La sangre salpicó a Hiei por completo. Atónito miró a Kurama que tenia sobre el torso una profunda herida. El rostro de Hiei era una mezcla de confusión y horror, dolor y amargura. El youko lo observaba con una dulce sonrisa, que transformaba lentamente sus plateados cabellos en el rojizo de antes.
- Kurama..... mierda....porqué?...-dijo secamente, dejando caer su espada ensangrentada de sus manos, atónito, sin reacción alguna ante el trágico hecho que se presentaba a su frente.
- Hiei, perdóname – se desplomó siendo sujetado hábilmente por el demonio, quien abrazó ese cuerpo con fuerza, viendo su mirada verde y vívida en esos últimos instantes, como lo había percibido en aquella póstuma noche.
- Kurama, porqué? Porqué? por lo que más quieras, no te atrevas....a......dejarme.....
- Perdóname Hiei...- le sonrió bellamente, como hacía tiempo que no dibujaban sus labios tan sensible expresión - .... puedo pedirte .....un favor? – tosió dolorosamente, sintiendo que su pecho derramaba sangre sin parar. Una línea roja se perfiló en su comisura, cayendo hasta su cuello. Hiei lo observaba desesperado, horrorizado. El dolor como nunca antes lo había sentido.
- Si...
- Haz que mi madre.....olvide..... que tuvo un hijo....... –le sonrió nuevamente con aquella póstuma y mortal sonrisa.
- Kurama! – sorprendido , abrazó a su amigo, besándole la frente.
- Ella....sufrirá mucho.........yo....no deseo........causar más...daño....
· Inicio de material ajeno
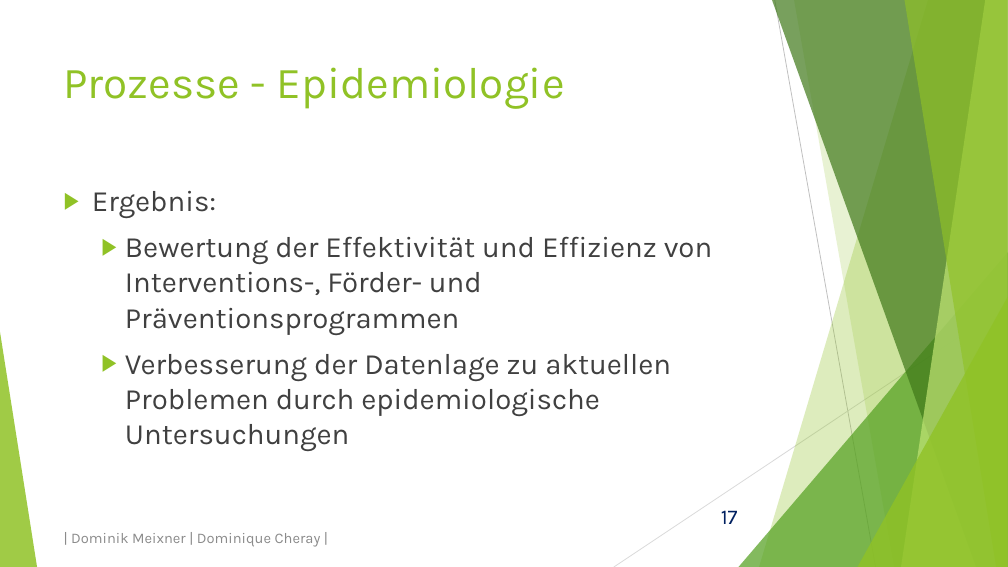
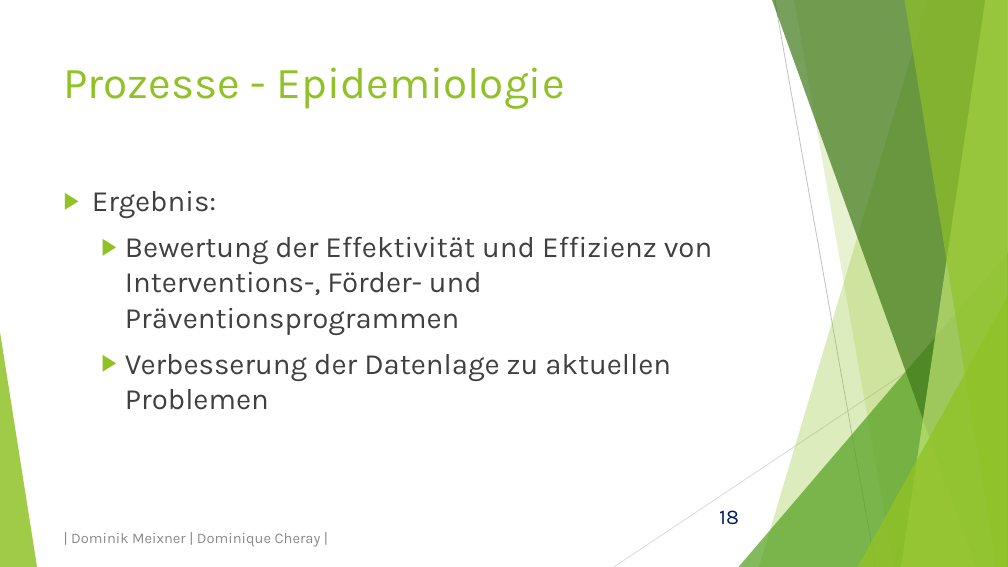
Before and after one commit to domeix/BlaBla, a slide deck: slide 18 of GesundheitsamtPraes.pptx (slide 17 before the commit). Drawn at 1008x567 pixels with LibreOffice and Linux fonts; fonts in the diff are those of the drawing. Boxes give left, top, right and bottom in pixels: in the first picture for what was removed or moved away, otherwise in the second. Text is boxed around its words. In the diff, an @@ line names an element or a change of style, - is before the commit and + after.

```diff
--- a/GesundheitsamtPraes.pptx
+++ b/GesundheitsamtPraes.pptx
@@ text at (125, 354, 671, 410): text changed @@
-  ▶ Verbesserung der Datenlage zu aktuellen Problemen durch epidemiologische Untersuchungen
+  ▶ Verbesserung der Datenlage zu aktuellen Problemen
@@ page number at (719, 510, 739, 525): text changed @@
-17
+18
```
Also in this commit, not shown: 8 other slides changed, 2 slides added.

Hiei lo observó, sintiendo que sus ojos se llenaban de lágrimas por primera vez en su vida.
- Hiei...... – Kurama con mucho dolor contraído en su rostro, llevó su mano a su pecho, tomando la perla en sus dedos ensangrentados. El collar estaba completamente rojo. – gracias – le dijo, dándoselo...
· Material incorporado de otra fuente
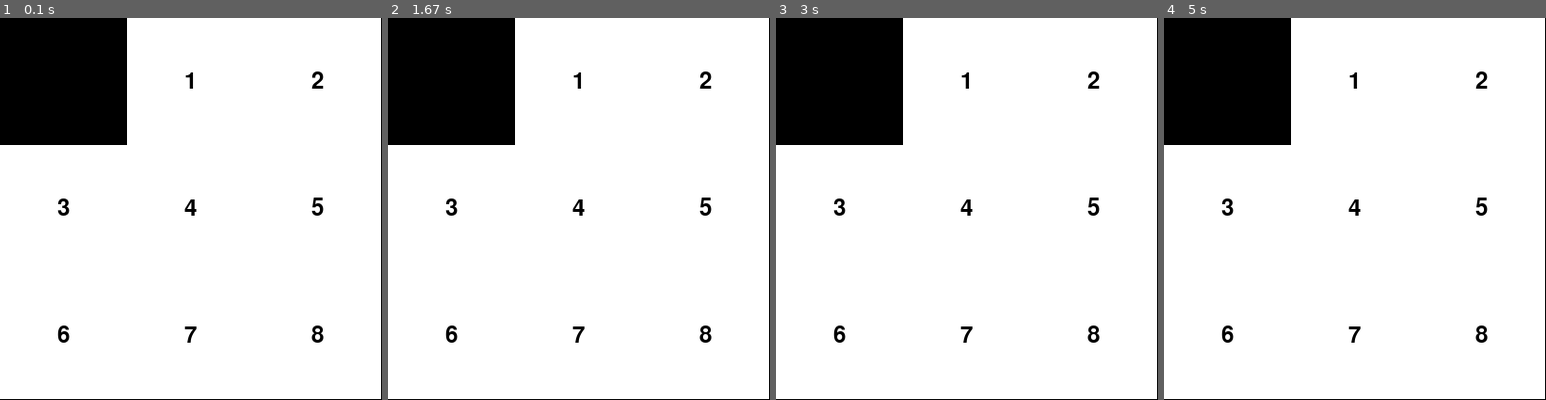
Above: before the commit, frames 1-4 (left to right).
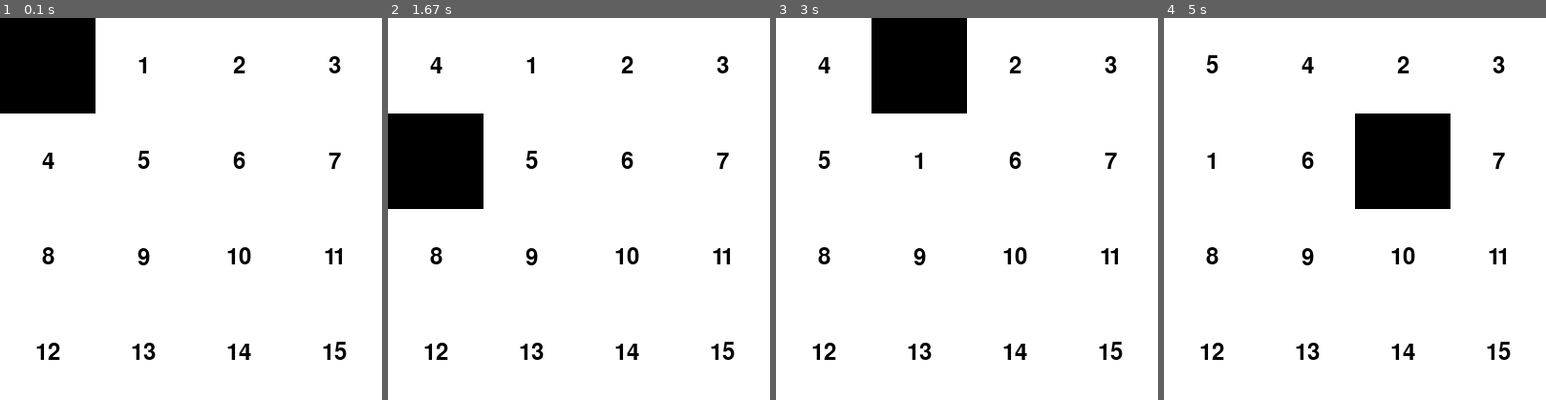
Above: after the commit, the same moments.

Repository: TahianSylvain/AlgoM1S1
Game: pygame game, started from puzzle_front.py
The game is run twice, just before and just after one commit, with the same random seed, the same clock (stepped at 60 frames per second) and the same inputs.
Inputs (mouse positions are in pixels of both pictures, inside the frame that each line leads up to):
- Up to frame 1 (0.1 s): no input
- Up to frame 2 (1.67 s): click (579, 209) at 0.38 s; click (460, 151) at 0.72 s; click (460, 300) at 1.08 s; click (441, 197) at 1.55 s
- Up to frame 3 (3 s): click (955, 144) at 1.88 s; click (905, 82) at 2.22 s
- Up to frame 4 (5 s): click (1240, 79) at 3.88 s; click (1244, 186) at 4.22 s; click (1270, 178) at 4.55 s; click (1431, 159) at 4.88 s

The runs differ from the first frame. In frame 1, 7.5% of the frame differs, in the area x 0-100%, y 0-100%; in frame 2, 16%; in frame 3, 16%; in frame 4, 20%.

Commit message:
Nb front released!

Diff:
--- a/puzzle_swap.py
+++ b/puzzle_front.py
@@ -2,7 +2,7 @@
 
 
 pygame.init()
-width, height, dim = 400, 400, 3
+width, height, dim = 400, 400, 4
 white = (255, 255, 255)
 black = (0, 0, 0)
 tile_size = width // dim
@@ -13,7 +13,7 @@
 
 # Create the puzzle grid
 grid = [[i + j * dim for i in range(dim)] for j in range(dim)]
-print(grid)
+
 
 def draw_grid():
     for row in range(dim):
@@ -48,10 +48,8 @@
         elif event.type == pygame.MOUSEBUTTONDOWN:
             x, y = pygame.mouse.get_pos()
             row, col = y // tile_size, x // tile_size
-            print(row, col)
             if grid[row][col]:
-                print('Full')
-                permute_blank(x, y)
+                permute_blank(row, col)
                 draw_grid()

- Kurama, por favor, no me hagas esto!!!! – comenzó a elevar la voz desesperadamente. Koenma vio la situación desconcertado. Yuusuke incorporado no podía creer lo que sucedía. Nunca lo hubiera pensado. Cuándo había ocurrido eso! Él nunca lo había percibido. Esos dos..... ya era demasiado tarde para esos dos demonios...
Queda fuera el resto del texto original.